A sweet friend sent me a message this morning to tell me she is already praying for our L2 year. The
wave tsunami is coming that is Daddy back to commuter/student, Mommy back to full-time work, kids to pre-school and baby to starting solid foods. It's all little changes, that amount to a very big amount of shifting weight around and accommodating little growing pains. My tendency is to 'take a deep breath' and start working as hard as possible at being wife/mother/employee/friend with such a fierce determination that I don't leave much room for grace to enter the picture.

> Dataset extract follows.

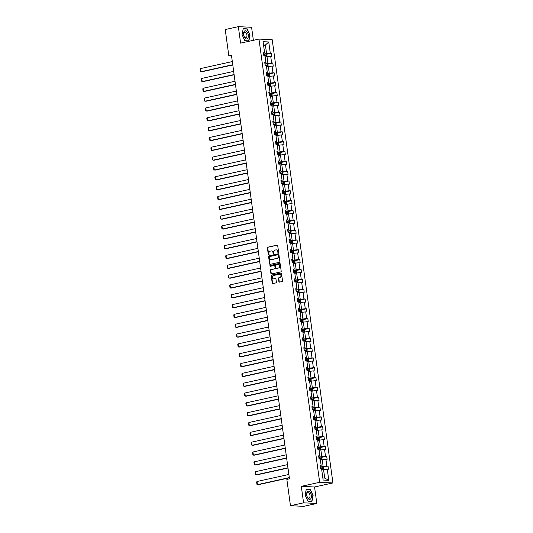 <?xml version="1.0" encoding="UTF-8"?>
<svg xmlns="http://www.w3.org/2000/svg" width="533" height="533" viewBox="0 0 533 533"><rect width="100%" height="100%" fill="white"/><g stroke="black" fill="none" stroke-linecap="round" stroke-linejoin="round"><path stroke-width="0.8" d="M278.299 252.729A0.44 0.366 -87.2 0 0 278.599 252.216L277.7 245.646A0.626 0.52 -87.2 0 0 277.1 245.14L267.832 247.179A0.626 0.52 -87.2 0 0 267.399 247.912L268.299 254.488A0.44 0.366 -87.2 0 0 269.025 254.328L268.905 253.475A2.012 1.672 -87.2 0 1 270.284 251.136L271.057 250.963A2.012 1.672 -87.2 0 1 271.424 250.93A2.012 1.672 -87.2 0 1 272.976 252.582L273.089 253.428A0.44 0.366 -87.2 0 0 273.809 253.268L273.696 252.422A2.012 1.672 -87.2 0 1 275.075 250.077L275.847 249.91A2.012 1.672 -87.2 0 1 276.214 249.877A2.012 1.672 -87.2 0 1 277.766 251.523L277.88 252.376A0.44 0.366 -87.2 0 0 278.299 252.729M278.886 281.611A0.626 0.52 -87.2 0 0 279.485 282.117L282.09 281.544A0.626 0.52 -87.2 0 0 282.517 280.811L281.517 273.509A0.626 0.52 -87.2 0 0 280.918 273.003L271.65 275.048A0.626 0.52 -87.2 0 0 271.217 275.781L272.216 283.076A0.626 0.52 -87.2 0 0 272.816 283.583L275.961 282.89A0.626 0.52 -87.2 0 0 276.387 282.157L275.961 279.039A0.626 0.52 -87.2 0 0 275.361 278.532L273.802 278.872A1.686 1.392 -87.2 0 1 273.349 275.568L279.452 274.222A1.686 1.392 -87.2 0 1 279.905 277.526L278.892 277.753A0.626 0.52 -87.2 0 0 278.459 278.486L278.886 281.611L279.245 281.624A0.626 0.52 -87.2 0 0 279.559 282.097M301.312 486.336L303.57 502.819L290.458 505.704L303.703 506.35L316.815 503.458L314.557 486.982L332.918 482.938L319.673 482.292L301.312 486.336L314.557 486.982M253.375 40.315L251.589 27.296L238.344 26.65L240.603 43.126L258.965 39.082L319.673 482.292M238.344 26.65L225.232 29.542L228.83 55.852L231.555 55.985M290.458 505.704L286.854 479.394L289.472 478.821L231.455 55.272L228.83 55.852M279.452 262.303A0.626 0.52 -87.2 0 0 279.885 261.57L278.879 254.274A0.626 0.52 -87.2 0 0 278.279 253.768L269.012 255.813A0.626 0.52 -87.2 0 0 268.585 256.54L269.585 263.842A0.626 0.52 -87.2 0 0 270.184 264.348L279.452 262.303M280.198 263.895L281.197 271.19A0.626 0.52 -87.2 0 1 280.771 271.923L271.504 273.962A0.626 0.52 -87.2 0 1 270.904 273.462L270.471 270.338A0.626 0.52 -87.2 0 1 270.904 269.605L274.662 268.779A0.626 0.52 -87.2 0 0 275.095 268.046L274.808 265.974A0.626 0.52 -87.2 0 0 274.209 265.467L270.298 266.327A0.44 0.366 -87.2 0 1 270.178 265.461L279.598 263.389A0.626 0.52 -87.2 0 1 280.198 263.895M303.57 502.819L316.815 503.458M323.138 480.053L321.606 468.893L320.406 468.84L319.98 465.689L321.179 465.749L320.26 459.066L319.06 459.006L318.627 455.855L319.827 455.915L318.914 449.232L317.715 449.179L317.282 446.028L318.481 446.081L317.568 439.405L316.369 439.345L315.936 436.194L317.135 436.254L316.222 429.571L315.023 429.511L314.59 426.367L315.789 426.42L314.876 419.744L313.677 419.684L313.244 416.533L314.443 416.593L313.531 409.91L312.331 409.85L311.898 406.699L313.098 406.759L312.185 400.083L310.986 400.023L310.552 396.872L311.752 396.932L310.832 390.249L309.633 390.189L309.207 387.038L310.406 387.098L309.486 380.415L308.287 380.362L307.854 377.211L309.053 377.271L308.141 370.588L306.941 370.528L306.508 367.377L307.708 367.437L306.795 360.754L305.596 360.701L305.162 357.55L306.362 357.603L305.449 350.927L304.25 350.867L303.817 347.716L305.016 347.776L304.103 341.093L302.904 341.04L302.471 337.889L303.67 337.942L302.757 331.266L301.558 331.206L301.125 328.055L302.324 328.115L301.411 321.432L300.212 321.372L299.779 318.221L300.978 318.281L300.059 311.605L298.86 311.545L298.433 308.394L299.633 308.454L298.713 301.771L297.514 301.711L297.081 298.56L298.28 298.62L297.367 291.944L296.168 291.884L295.735 288.733L296.934 288.793L296.022 282.11L294.822 282.05L294.389 278.899L295.588 278.959L294.676 272.276L293.476 272.223L293.043 269.072L294.243 269.125L293.33 262.449L292.131 262.389L291.698 259.238L292.897 259.298L291.984 252.615L290.785 252.562L290.352 249.411L291.551 249.464L290.638 242.788L289.439 242.728L289.006 239.577L290.205 239.637L289.286 232.954L288.087 232.894L287.66 229.75L288.859 229.803L287.94 223.127L286.741 223.067L286.308 219.916L287.507 219.976L286.594 213.293L285.395 213.233L284.962 210.082L286.161 210.142L285.248 203.466L284.049 203.406L283.616 200.255L284.815 200.315L283.902 193.632L282.703 193.572L282.27 190.421L283.469 190.481L282.557 183.798L281.357 183.745L280.924 180.594L282.124 180.647L281.211 173.971L280.012 173.911L279.578 170.76L280.778 170.82L279.858 164.137L278.659 164.084L278.233 160.933L279.432 160.986L278.512 154.31L277.313 154.25L276.887 151.099L278.086 151.159L277.167 144.476L275.967 144.416L275.534 141.272L276.734 141.325L275.821 134.649L274.622 134.589L274.189 131.438L275.388 131.498L274.475 124.815L273.276 124.755L272.843 121.604L274.042 121.664L273.129 114.988L271.93 114.928L271.497 111.777L272.696 111.837L271.783 105.154L270.584 105.094L270.151 101.943L271.35 102.003L270.438 95.32L269.238 95.267L268.805 92.116L270.004 92.176L269.085 85.493L267.886 85.433L267.459 82.282L268.659 82.342L267.739 75.659L266.54 75.606L266.114 72.455L267.313 72.508L266.393 65.832L265.194 65.772L264.761 62.621L265.96 62.681L265.048 55.998L263.848 55.945L263.415 52.794L264.615 52.847L263.089 41.694L268.745 41.967L270.271 53.127L271.47 53.18L271.903 56.331L270.704 56.278L271.617 62.954L272.816 63.014L273.249 66.165L272.05 66.105L272.969 72.788L274.169 72.841L274.595 75.992L273.396 75.939L274.315 82.615L275.514 82.675L275.941 85.826L274.742 85.766L275.661 92.449L276.86 92.509L277.293 95.654L276.094 95.6L277.007 102.276L278.206 102.336L278.639 105.487L277.44 105.427L278.353 112.11L279.552 112.17L279.985 115.321L278.786 115.261L279.698 121.937L280.898 121.997L281.331 125.148L280.131 125.088L281.044 131.771L282.243 131.831L282.677 134.982L281.477 134.922L282.39 141.605L283.589 141.658L284.022 144.809L282.823 144.749L283.743 151.432L284.942 151.492L285.368 154.643L284.169 154.583L285.088 161.266L286.288 161.319L286.714 164.47L285.515 164.417L286.434 171.093L287.633 171.153L288.067 174.304L286.867 174.244L287.78 180.927L288.979 180.987L289.412 184.132L288.213 184.078L289.126 190.754L290.325 190.814L290.758 193.965L289.559 193.905L290.472 200.588L291.671 200.648L292.104 203.799L290.905 203.739L291.817 210.415L293.017 210.475L293.45 213.626L292.251 213.566L293.163 220.249L294.363 220.309L294.796 223.46L293.596 223.4L294.516 230.083L295.715 230.136L296.141 233.287L294.942 233.227L295.862 239.91L297.061 239.97L297.487 243.121L296.288 243.061L297.207 249.744L298.407 249.797L298.84 252.948L297.641 252.895L298.553 259.571L299.753 259.631L300.186 262.782L298.986 262.722L299.899 269.405L301.098 269.458L301.531 272.61L300.332 272.556L301.245 279.232L302.444 279.292L302.877 282.443L301.678 282.383L302.591 289.066L303.79 289.126L304.223 292.277L303.024 292.217L303.937 298.893L305.136 298.953L305.569 302.104L304.37 302.044L305.289 308.727L306.488 308.787L306.915 311.938L305.715 311.878L306.635 318.554L307.834 318.614L308.261 321.765L307.061 321.705L307.981 328.388L309.18 328.448L309.613 331.599L308.414 331.539L309.327 338.222L310.526 338.275L310.959 341.426L309.76 341.373L310.672 348.049L311.872 348.109L312.305 351.26L311.105 351.2L312.018 357.883L313.217 357.936L313.651 361.088L312.451 361.034L313.364 367.71L314.563 367.77L314.996 370.921L313.797 370.861L314.71 377.544L315.909 377.604L316.342 380.749L315.143 380.695L316.062 387.371L317.262 387.431L317.688 390.582L316.489 390.522L317.408 397.205L318.607 397.265L319.034 400.416L317.835 400.356L318.754 407.032L319.953 407.092L320.386 410.243L319.187 410.183L320.1 416.866L321.299 416.926L321.732 420.077L320.533 420.017L321.446 426.7L322.645 426.753L323.078 429.904L321.879 429.845L322.791 436.527L323.991 436.587L324.424 439.738L323.225 439.678L324.137 446.361L325.337 446.414L325.77 449.566L324.57 449.512L325.483 456.188L326.682 456.248L327.115 459.399L325.916 459.339L326.836 466.022L328.035 466.082L328.461 469.227L327.262 469.173L328.794 480.326L323.138 480.053M332.918 482.938L272.21 39.728L258.965 39.082M320.413 460.152L322.212 459.752L323.125 466.435L320.166 467.081L322.458 466.868L323.258 467.534L323.291 469.646M323.125 466.435L326.836 466.022M322.212 459.752L325.916 459.339M320.073 466.395L321.179 465.749M319.06 450.318L320.866 449.919L321.779 456.601L318.821 457.254L321.132 457.054L321.912 457.7L321.939 459.812M321.779 456.601L325.483 456.188M320.866 449.919L324.57 449.512M318.727 456.561L319.827 455.915M317.715 440.485L319.52 440.091L320.433 446.774L317.475 447.42L319.787 447.22L320.566 447.873L320.593 449.979M320.433 446.774L324.137 446.361M319.52 440.091L323.225 439.678M317.382 446.734L318.481 446.081M316.369 430.657L318.168 430.258L319.087 436.94L316.129 437.593L318.421 437.373L319.22 438.039L319.247 440.151M319.087 436.94L322.791 436.527M318.168 430.258L321.879 429.845M316.036 436.9L317.135 436.254M315.023 420.823L316.822 420.43L317.741 427.106L314.783 427.759L317.088 427.559L317.875 428.212L317.901 430.318M317.741 427.106L321.446 426.7M316.822 420.43L320.533 420.017M314.69 427.066L315.789 426.42M313.677 410.996L315.476 410.597L316.395 417.279L313.437 417.932L315.723 417.712L316.529 418.378L316.555 420.49M316.395 417.279L320.1 416.866M315.476 410.597L319.187 410.183M313.337 417.239L314.443 416.593M312.331 401.162L314.13 400.769L315.043 407.445L312.091 408.098L314.397 407.898L315.183 408.551L315.21 410.657M315.043 407.445L318.754 407.032M314.13 400.769L317.835 400.356M311.992 407.405L313.098 406.759M310.986 391.335L312.784 390.936L313.697 397.618L310.739 398.271L313.031 398.051L313.837 398.717L313.864 400.829M313.697 397.618L317.408 397.205M312.784 390.936L316.489 390.522M310.646 397.578L311.752 396.932M309.64 381.501L311.439 381.108L312.351 387.784L309.393 388.437M312.351 387.784L316.062 387.371M311.439 381.108L315.143 380.695M309.3 387.744L310.406 387.098M308.287 371.674L310.093 371.274L311.005 377.957L308.047 378.603L310.339 378.39L311.139 379.056L311.165 381.168M311.005 377.957L314.71 377.544M310.093 371.274L313.797 370.861M307.954 377.917L309.053 377.271M306.941 361.84L308.747 361.447L309.66 368.123L306.702 368.776L308.993 368.563L309.793 369.222L309.82 371.334M309.66 368.123L313.364 367.71M308.747 361.447L312.451 361.034M306.608 368.083L307.708 367.437M305.596 352.013L307.394 351.613L308.314 358.296L305.356 358.942L307.648 358.729L308.447 359.395L308.474 361.501M308.314 358.296L312.018 357.883M307.394 351.613L311.105 351.2M305.262 358.256L306.362 357.603M304.25 342.179L306.049 341.78L306.968 348.462L304.01 349.115L306.295 348.895L307.101 349.561L307.128 351.673M306.968 348.462L310.672 348.049M306.049 341.78L309.76 341.373M303.917 348.422L305.016 347.776M302.904 332.345L304.703 331.952L305.622 338.628L302.664 339.281L304.969 339.081L305.755 339.734L305.782 341.84M305.622 338.628L309.327 338.222M304.703 331.952L308.414 331.539M302.564 338.588L303.67 337.942M301.558 322.518L303.357 322.119L304.27 328.801L301.318 329.454L303.603 329.234L304.41 329.9L304.436 332.012M304.27 328.801L307.981 328.388M303.357 322.119L307.061 321.705M301.218 328.761L302.324 328.115M300.212 312.684L302.011 312.291L302.924 318.967L299.966 319.62L302.278 319.42L303.064 320.073L303.09 322.179M302.924 318.967L306.635 318.554M302.011 312.291L305.715 311.878M299.872 318.927L300.978 318.281M298.866 302.857L300.665 302.458L301.578 309.14L298.62 309.793L300.912 309.573L301.711 310.239L301.745 312.351M301.578 309.14L305.289 308.727M300.665 302.458L304.37 302.044M298.527 309.1L299.633 308.454M297.514 293.023L299.319 292.63L300.232 299.306L297.274 299.959M300.232 299.306L303.937 298.893M299.319 292.63L303.024 292.217M297.181 299.266L298.28 298.62M296.168 283.196L297.974 282.796L298.886 289.479L295.928 290.132L298.22 289.912L299.02 290.578L299.046 292.69M298.886 289.479L302.591 289.066M297.974 282.796L301.678 282.383M295.835 289.439L296.934 288.793M294.822 273.362L296.621 272.969L297.541 279.645L294.582 280.298L296.874 280.085L297.674 280.744L297.7 282.856M297.541 279.645L301.245 279.232M296.621 272.969L300.332 272.556M294.489 279.605L295.588 278.959M293.476 263.535L295.275 263.135L296.195 269.818L293.237 270.464L295.522 270.251L296.328 270.917L296.355 273.023M296.195 269.818L299.899 269.405M295.275 263.135L298.986 262.722M293.143 269.778L294.243 269.125M292.131 253.701L293.93 253.302L294.849 259.984L291.891 260.637L294.176 260.424L294.982 261.083L295.009 263.195M294.849 259.984L298.553 259.571M293.93 253.302L297.641 252.895M291.791 259.944L292.897 259.298M290.785 243.867L292.584 243.474L293.496 250.157L290.545 250.803L292.85 250.603L293.636 251.256L293.663 253.362M293.496 250.157L297.207 249.744M292.584 243.474L296.288 243.061M290.445 250.117L291.551 249.464M289.439 234.04L291.238 233.641L292.151 240.323L289.192 240.976L291.484 240.756L292.291 241.422L292.317 243.534M292.151 240.323L295.862 239.91M291.238 233.641L294.942 233.227M289.099 240.283L290.205 239.637M288.093 224.206L289.892 223.813L290.805 230.489L287.847 231.142L290.159 230.942L290.938 231.595L290.971 233.701M290.805 230.489L294.516 230.083M289.892 223.813L293.596 223.4M287.753 230.449L288.859 229.803M286.741 214.379L288.546 213.98L289.459 220.662L286.501 221.315L288.793 221.095L289.592 221.761L289.619 223.873M289.459 220.662L293.163 220.249M288.546 213.98L292.251 213.566M286.408 220.622L287.507 219.976M285.395 204.545L287.2 204.152L288.113 210.828L285.155 211.481M288.113 210.828L291.817 210.415M287.2 204.152L290.905 203.739M285.062 210.788L286.161 210.142M284.049 194.718L285.848 194.318L286.767 201.001L283.809 201.654M286.767 201.001L290.472 200.588M285.848 194.318L289.559 193.905M283.716 200.961L284.815 200.315M282.703 184.884L284.502 184.491L285.421 191.167L282.463 191.82L284.749 191.607L285.555 192.266L285.581 194.378M285.421 191.167L289.126 190.754M284.502 184.491L288.213 184.078M282.37 191.127L283.469 190.481M281.357 175.057L283.156 174.657L284.076 181.34L281.118 181.986L283.403 181.773L284.209 182.439L284.236 184.545M284.076 181.34L287.78 180.927M283.156 174.657L286.867 174.244M281.018 181.3L282.124 180.647M280.012 165.223L281.81 164.824L282.723 171.506L279.772 172.159L282.077 171.959L282.863 172.605L282.89 174.717M282.723 171.506L286.434 171.093M281.81 164.824L285.515 164.417M279.672 171.466L280.778 170.82M278.666 155.389L280.465 154.996L281.377 161.679L278.419 162.325L280.731 162.125L281.511 162.778L281.544 164.884M281.377 161.679L285.088 161.266M280.465 154.996L284.169 154.583M278.326 161.639L279.432 160.986M277.32 145.562L279.119 145.163L280.032 151.845L277.073 152.498L279.365 152.278L280.165 152.944L280.198 155.056M280.032 151.845L283.743 151.432M279.119 145.163L282.823 144.749M276.98 151.805L278.086 151.159M275.967 135.728L277.773 135.335L278.686 142.011L275.728 142.664L278.039 142.464L278.819 143.117L278.846 145.223M278.686 142.011L282.39 141.605M277.773 135.335L281.477 134.922M275.634 141.971L276.734 141.325M274.622 125.901L276.427 125.502L277.34 132.184L274.382 132.837L276.674 132.617L277.473 133.283L277.5 135.395M277.34 132.184L281.044 131.771M276.427 125.502L280.131 125.088M274.288 132.144L275.388 131.498M273.276 116.067L275.075 115.674L275.994 122.35L273.036 123.003M275.994 122.35L279.698 121.937M275.075 115.674L278.786 115.261M272.943 122.31L274.042 121.664M271.93 106.24L273.729 105.84L274.648 112.523L271.69 113.176M274.648 112.523L278.353 112.11M273.729 105.84L277.44 105.427M271.597 112.483L272.696 111.837M270.584 96.406L272.383 96.013L273.302 102.689L270.344 103.342L272.649 103.142L273.436 103.788L273.462 105.9M273.302 102.689L277.007 102.276M272.383 96.013L276.094 95.6M270.244 102.649L271.35 102.003M269.238 86.579L271.037 86.179L271.95 92.862L268.998 93.508L271.284 93.295L272.09 93.961L272.116 96.073M271.95 92.862L275.661 92.449M271.037 86.179L274.742 85.766M268.899 92.822L270.004 92.176M267.892 76.745L269.691 76.352L270.604 83.028L267.646 83.681M270.604 83.028L274.315 82.615M269.691 76.352L273.396 75.939M267.553 82.988L268.659 82.342M266.547 66.918L268.346 66.518L269.258 73.201L266.3 73.847L268.612 73.647L269.392 74.3L269.425 76.406M269.258 73.201L272.969 72.788M268.346 66.518L272.05 66.105M266.207 73.161L267.313 72.508M265.194 57.084L267 56.685L267.912 63.367L264.954 64.02L267.246 63.8L268.046 64.466L268.072 66.578M267.912 63.367L271.617 62.954M267 56.685L270.704 56.278M264.861 63.327L265.96 62.681M263.602 45.425L265.401 45.032L266.567 53.533L263.608 54.186L265.92 53.986L266.7 54.639L266.727 56.745M266.567 53.533L270.271 53.127M268.745 41.967L265.401 45.032L263.535 44.939M322.858 478.001L324.724 478.094L323.558 469.586L321.759 469.979M263.515 53.493L264.615 52.847M323.558 469.586L327.262 469.173M328.794 480.326L324.724 478.094M266.313 54.319L271.47 53.18M267.659 64.147L272.816 63.014M269.012 73.98L274.169 72.841M270.358 83.808L275.514 82.675M271.703 93.641L276.86 92.509M273.049 103.475L278.206 102.336M274.395 113.302L279.552 112.17M275.741 123.136L280.898 121.997M277.087 132.964L282.243 131.831M278.433 142.797L283.589 141.658M279.785 152.625L284.942 151.492M281.131 162.458L286.288 161.319M282.477 172.286L287.633 171.153M283.822 182.119L288.979 180.987M285.168 191.953L290.325 190.814M286.514 201.78L291.671 200.648M287.86 211.614L293.017 210.475M289.206 221.442L294.363 220.309M290.558 231.275L295.715 230.136M291.904 241.103L297.061 239.97M293.25 250.936L298.407 249.797M294.596 260.764L299.753 259.631M295.942 270.597L301.098 269.458M297.287 280.431L302.444 279.292M298.633 290.258L303.79 289.126M299.986 300.092L305.136 298.953M301.332 309.92L306.488 308.787M302.677 319.753L307.834 318.614M304.023 329.581L309.18 328.448M305.369 339.414L310.526 338.275M306.715 349.242L311.872 348.109M308.061 359.075L313.217 357.936M309.406 368.909L314.563 367.77M310.759 378.736L315.909 377.604M312.105 388.57L317.262 387.431M313.451 398.398L318.607 397.265M314.796 408.231L319.953 407.092M316.142 418.059L321.299 416.926M317.488 427.892L322.645 426.753M318.834 437.72L323.991 436.587M320.18 447.553L325.337 446.414M321.532 457.381L326.682 456.248M322.878 467.214L328.035 466.082M248.871 41.028L250.037 35.045L247.205 28.862L243.221 28.669L242.055 34.658L244.887 40.834L248.871 41.028M310.273 489.274L306.288 489.081L305.123 495.07L307.954 501.247L311.945 501.44L313.104 495.457L310.273 489.274L309.473 489.454M278.399 252.689A0.44 0.366 -87.2 0 1 278.239 252.395L278.119 251.543A2.012 1.672 -87.2 0 0 276.574 249.897A2.012 1.672 -87.2 0 0 276.394 249.897M271.603 250.95A2.012 1.672 -87.2 0 1 271.783 250.95A2.012 1.672 -87.2 0 1 273.329 252.595L273.449 253.448A0.44 0.366 -87.2 0 0 273.609 253.741M277.387 245.173L268.192 247.199A0.626 0.52 -87.2 0 0 267.759 247.932L268.659 254.501A0.44 0.366 -87.2 0 0 268.825 254.801M278.566 253.801L269.372 255.827A0.626 0.52 -87.2 0 0 268.945 256.56L269.945 263.862A0.626 0.52 -87.2 0 0 270.258 264.328M278.253 255.114A0.44 0.366 -87.2 0 0 277.833 254.761L269.698 256.553A0.44 0.366 -87.2 0 0 269.398 257.066L269.518 257.959A2.012 1.672 -87.2 0 0 271.07 259.611A2.012 1.672 -87.2 0 0 271.437 259.578L277 258.352A2.012 1.672 -87.2 0 0 278.379 256.007L278.253 255.114L278.612 255.127A0.44 0.366 -87.2 0 0 278.193 254.774L277.993 254.767M271.25 259.604A2.012 1.672 -87.2 0 0 271.43 259.624A2.012 1.672 -87.2 0 0 271.797 259.598L271.437 259.578M278.612 255.127L278.732 256.027A2.012 1.672 -87.2 0 1 277.36 258.372L271.797 259.598M274.568 265.487A0.626 0.52 -87.2 0 1 275.168 265.987L275.448 268.059A0.626 0.52 -87.2 0 1 275.021 268.792L271.264 269.625A0.626 0.52 -87.2 0 0 270.831 270.351L271.257 273.476A0.626 0.52 -87.2 0 0 271.577 273.949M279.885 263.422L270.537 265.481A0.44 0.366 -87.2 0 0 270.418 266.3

It was a good reminder this morning, to have a friend remind me that we don't face these growing phases in a vacuum. And it made me stop and hear, in the stillness of a napping baby and the click of my work emails, and happily playing toddlers downstairs (for now)... He who is able is already there. He knows what September, October, November will look like. He has already sketched out the trials and triumphs. And wants for me to walk through them with Him.
It is easy in 'Merica to look at our own strengths. We have SO much, and a culture of hard work that makes it more challenging sometimes for me to see dependence on the Lord as a strength. But I know that His power is made perfect in my weakness. So I start this next semester, this next season, yes - with a deep breath. But I'm not holding my breath. I'm taking one step at a time, one day at a time, hoping I can know what choices to make to graciously shepherd our children, to support my husband as he studies and commutes, to work at my job to the best of my ability, and see the areas where His grace is being made perfect as just that: weakness there is not failure, it is an opportunity for better relationship, for more of Him and less of Me. Because He is able, and wants to surprise me, and is already there.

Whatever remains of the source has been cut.